Is a next step in engagement: helping readers/listeners talk to each other?

We never look at our audience as one audience.

Creating loyalty with trust, quality is crucial. Engagement is key factor in all three.

Is your newsroom invested in distribution? Giving users opportunities to add, to build on, a story or beat of particular interest? (e.g., call-to-action buttons on stories?)

APM evaluates impact by asking: “Did this change the way you think about an issue? Did this change your conversations/relationships? Did this story/event inspire you to take action?”

Part of social enterprise model is asking people to support what’s important to them. Test hypothesis that people who are impacted by your coverage are likely to want to help support your coverage.

We could be asking our audiences: “If this is of value to you, are you willing to support it?”

The value of VOX explainers.

“How much energy do you use?” – explainer that did really well

How do we know that people don’t want solutions-oriented journalism if we haven’t really provided it?

People have a big, diverse, appetite for media. They want their meat, their potatoes … and their Doritos and donuts.

Model D Media – Telling a different narrative out of Detroit.

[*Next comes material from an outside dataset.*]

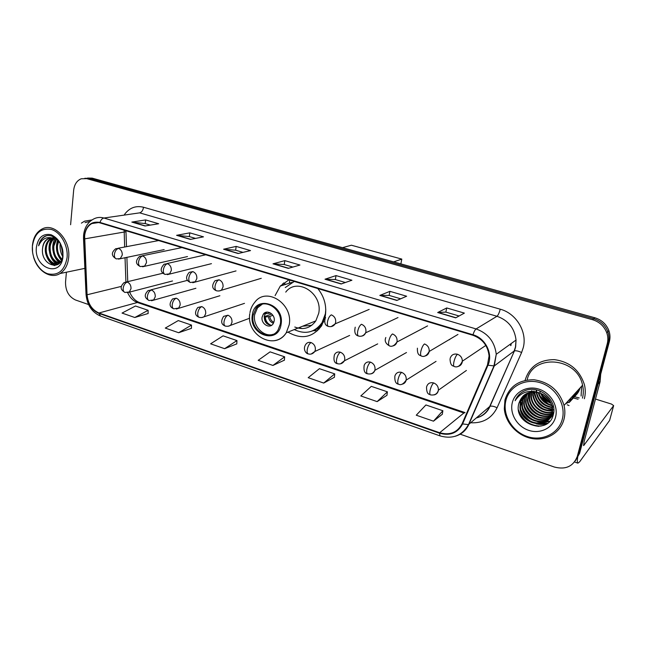 <?xml version="1.0" encoding="UTF-8"?>
<svg xmlns="http://www.w3.org/2000/svg" width="646" height="646" viewBox="0 0 646 646"><rect width="100%" height="100%" fill="white"/><g stroke="black" fill="none" stroke-linecap="round" stroke-linejoin="round"><path stroke-width="0.97" d="M287.971 332.109C301.416 339.836 312.664 337.672 321.7 325.624L325.334 315.789C326.779 305.736 324.268 296.651 317.784 288.528M425.908 367.736L427.208 366.92M456.108 377.708L458.329 376.142M477.895 350.762L481.601 348.275M449.471 339.723L449.802 339.255M416.581 331.689L418.721 330.558M288.956 279.839L280.299 286.049L275.083 295.618M575.344 460.84L579.615 453.282L609.372 341.572C610.317 337.939 610.147 334.297 608.879 330.639C606.328 324.155 601.652 319.859 594.837 317.759L92.216 178.143L87.549 178.054M459.968 434.104L554.397 467.05C565.743 469.925 573.373 466.38 577.29 456.415L607.248 343.753C608.193 340.095 608.023 336.413 606.739 332.73C604.163 326.182 599.448 321.845 592.576 319.713L86.717 178.635L89.479 178.385L84.796 178.296L89.479 178.385L593.714 318.736L89.479 178.385L92.216 178.143M607.248 343.753L608.314 342.655C609.259 339.013 609.089 335.347 607.813 331.681C605.254 325.164 600.554 320.844 593.714 318.736C600.554 320.844 605.254 325.164 607.813 331.681C609.089 335.347 609.259 339.013 608.314 342.655L578.461 454.841L608.314 342.655L609.372 341.572M84.626 235.871C85.296 230.024 87.703 225.922 91.845 223.564C94.381 222.272 97.078 222.046 99.944 222.878L472.88 335.266C482.53 338.819 487.932 345.723 489.07 355.978L487.48 364.974L462.14 423.679C457.384 432.562 449.882 435.582 439.643 432.739L98.967 312.995C91.95 309.87 87.977 303.798 87.065 294.778L84.626 235.871M84.287 235.766L86.734 294.729C87.67 303.975 91.732 310.201 98.927 313.399L439.538 433.208C450.036 436.123 457.723 433.03 462.601 423.929L487.964 365.216C493.253 353.927 485.469 338.133 472.985 334.765L99.993 222.442C91.32 220.964 86.088 225.406 84.287 235.766M543.028 406.237L538.667 402.361M455.68 317.848L464.377 313.116L446.733 307.956L437.689 312.535L455.68 317.848M459.088 315.991L445.821 312.091L437.689 312.535M445.853 312.099L446.733 307.956M396.854 300.455L406.649 296.231L389.918 291.346L379.832 295.424L396.854 300.455M400.69 298.799L389.094 295.392L379.832 295.424M389.142 295.4L389.918 291.346M341.153 283.982L351.909 280.235L336.033 275.592L325.011 279.209L341.153 283.982M345.36 282.512L335.29 279.548L325.011 279.209M335.339 279.565L336.033 275.592M145.027 225.987L158.666 223.742L145.625 219.931L131.824 222.087L145.027 225.987M150.365 225.107L145.148 223.573L131.824 222.087M145.221 223.597L145.625 219.931M190.449 239.416L203.49 236.848L189.819 232.851L176.592 235.322L190.449 239.416M195.552 238.414L189.286 236.565L176.592 235.322M189.343 236.581L189.819 232.851M238.156 253.523L250.519 250.591L236.17 246.401L223.589 249.219L238.156 253.523M242.993 252.376L235.572 250.196L223.589 249.219M235.629 250.212L236.17 246.401M288.318 268.365L299.93 265.038L284.846 260.629L273 263.826L288.318 268.365M292.864 267.064L284.183 264.505L273 263.826M284.24 264.521L284.846 260.629M91.974 219.947L84.586 221.15L81.38 223.145L84.586 221.15L91.974 219.947M584.364 398.735C585.542 394.189 585.567 389.538 584.444 384.774C579.72 370.11 569.691 361.736 554.357 359.636C539.208 359.725 529.47 366.557 525.15 380.114C529.47 366.557 539.208 359.725 554.357 359.636C569.691 361.736 579.72 370.11 584.444 384.774C585.567 389.538 585.542 394.189 584.364 398.735M86.717 178.635L81.226 178.781C76.874 180.581 74.355 184.433 73.652 190.336L70.608 224.735M66.409 272.208L65.537 282.068C65.448 290.805 68.775 296.78 75.534 300.002L88.567 304.549M377.135 401.618L387.398 391.831L371.313 386.356L360.807 395.95L377.135 401.618L386.962 395.304M433.474 421.176L442.865 410.735L425.924 404.961L416.258 415.2L433.474 421.176L442.316 414.256M224.63 348.687L236.945 340.571L223.088 335.847L210.604 343.817L224.63 348.687L236.799 343.874M178.651 332.722L191.499 325.083L178.272 320.577L165.279 328.079L178.651 332.722L191.426 328.338M134.804 317.501L148.12 310.306L135.49 306.002L122.046 313.076L134.804 317.501L148.12 313.512M323.694 383.07L334.725 373.889L319.431 368.672L308.19 377.692L323.694 383.07L334.386 377.296M272.927 365.45L284.636 356.818L270.085 351.86L258.182 360.331L272.927 365.45L284.393 360.177M284.636 356.818L284.393 360.266M236.945 340.571L236.791 343.963M191.499 325.083L191.418 328.426M148.12 310.306L148.12 313.593M334.725 373.889L334.378 377.385M387.398 391.831L386.946 395.392M442.865 410.735L442.3 414.352M67.087 257.504C68.226 245.561 60.789 232.302 51.422 229.475C40.819 227.667 34.48 233.23 32.413 246.174C31.452 257.891 38.566 270.722 47.764 273.775C58.293 275.963 64.737 270.537 67.087 257.504M33.649 257.261C37.436 271.045 50.808 279.46 60.013 273.541C64.963 270.375 67.838 265.07 68.662 257.625C70.81 240.054 54.304 222.305 42.256 228.902C36.499 231.938 33.212 237.566 32.389 245.795L32.566 252.158M90.077 221.4L85.038 222.612M62.71 256.204C60.619 252.764 59.803 249.017 60.248 244.963L60.441 243.833M62.872 254.742L61.112 245.205M61.685 259.862C57.841 256.357 56.145 251.593 56.606 245.593L58.067 240.829M61.976 259.135C58.544 255.574 57.058 251.011 57.518 245.432L58.649 241.362M60.441 262.058C55.047 259.103 52.544 253.83 52.924 246.223L55.871 239.27M60.756 261.598C55.742 258.448 53.44 253.272 53.852 246.061L56.404 239.585M59.287 263.382C52.415 261.719 49.056 256.212 49.209 246.853C49.702 243.187 51.22 240.369 53.779 238.382M59.408 263.108C52.98 260.952 49.895 255.485 50.146 246.699C50.59 243.276 51.971 240.562 54.296 238.552M59.812 262.841L59.279 263.188C53.061 267.412 43.847 257.528 45.462 247.499C46.108 243.058 48.079 239.949 51.373 238.188L51.825 237.994M59.133 263.528C52.811 266.249 44.954 256.632 46.399 247.337C47.045 242.904 49.015 239.803 52.31 238.043M52.714 237.865L54.086 237.429M42.62 247.983C39.987 265.345 61.927 272.604 62.84 255.178C64.301 243.114 52.003 231.333 43.855 236.953C41.126 238.859 39.39 241.814 38.631 245.803C41.748 238.681 46.77 236.202 53.699 238.358L47.949 238.737C44.857 240.441 43.08 243.526 42.62 247.983C43.274 243.526 45.244 240.409 48.547 238.649L50.412 238.011M36.37 247.475C33.963 268.784 61.588 278.24 62.985 256.163C63.001 245.528 59.004 238.374 50.986 234.692C42.854 233.271 37.985 237.526 36.37 247.475M38.631 245.803C39.729 241.192 42.006 238.003 45.462 236.242L46.092 235.968M54.862 265.522L49.742 261.186M57.898 264.456L57.147 264.004M57.042 263.931L53.376 260.378M50.033 243.477L52.487 238.067M52.649 237.857L53.545 236.807M59.957 262.672L56.977 259.579M54.296 265.563C50.856 263.818 48.288 260.709 46.585 256.236M57.591 264.634L56.662 264.077M56.428 263.923C53.618 261.961 51.518 258.998 50.13 255.025M49.12 250.22C48.7 245.658 49.645 241.652 51.979 238.213M59.698 262.914C56.921 260.831 54.886 257.746 53.602 253.652M52.907 250.325C52.366 246.069 53.037 242.226 54.91 238.794M61.402 260.467C56.582 254.54 55.29 247.854 57.542 240.385M62.654 256.543C60.425 252.36 59.618 247.999 60.231 243.453M253.079 315.264C250.05 330.566 270.521 342.8 278.111 329.945L280.307 324.114C283.352 309.2 263.907 296.853 255.945 308.384L253.079 315.264M262.236 304.201L257.488 307.859L254.629 314.723C252.546 325.85 263.77 337.721 273.266 334.265M294.245 329.581C305.51 334.822 314.772 332.52 322.031 322.693L325.382 313.762L325.778 309.636M318.276 289.125L317.719 288.504M294.301 281.446L285.241 287.559M294.794 327.029C303.402 330.276 310.411 328.225 315.829 320.884L318.704 313.334C323.024 293.365 296.877 276.9 285.75 292.113M313.229 330.59C317.412 328.984 320.779 326.165 323.331 322.16L323.767 321.425M302.546 326.23L311.776 325.309M262.106 317.146C260.758 323.888 269.705 329.323 273.129 323.783L274.179 321.07C275.535 314.408 266.782 308.95 263.285 314.222L262.106 317.146M266.855 312.131L265.425 313.471L264.238 316.379C264.254 321.974 266.725 324.93 271.659 325.237M307.48 324.244L304.565 325.423M317.525 329.024L319.156 329.08M317.654 330.639L313.512 330.736M302.207 328.596L299.017 327.659M264.763 313.367L265.022 312.712M270.569 313.027L265.781 313.69L266.556 312.18M267.008 323.759L264.254 316.685L271.788 313.98M271.045 325.285C267.589 323.832 265.668 321.078 265.272 317.016L264.254 316.685M272.887 315.313L269.802 316.427L265.272 317.016M342.501 247.668L351.392 245.222L401.804 259.103L400.875 263.883M401.804 259.103L393.648 261.872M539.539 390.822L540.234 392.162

Solution stories.


Collaboration?

We have pockets of collaboration … but as an industry, we don’t tell our story well.

How can we be relevant to different/multiple stakeholders in the community (public)?

How can we be in, part of, the solutions process (as community forum, etc)?

How can we build trust?

The kind of journalism that helps the healthy growth of the community.

Clay Shirky: We’re in the midst of a revolution — the old model is broken before we know what will replace it. Also known as area of pardox

Public media / commercial media partnerships? Questions? Concerns? Co-opted?

Partnering is happening a lot these days.

How will local newspapers survive if they’re always grouped in “the media” (and all the baggage that holds for how people feel about the media)?

“It speaks to me. It might die without me” = Loyalty

Fourth Estate is a venture fund.

In social enterprise model, people invest in businesses that help them become good citizens

Trust is key, and part of cultivating trust is refusing to give bad actors access to your platforms

Challenges: Hard for people to believe the corporate media does not have an agenda

Starbucks just launched social impact media company. Also, TakePart. The idea of socially responsible media is already taking shape.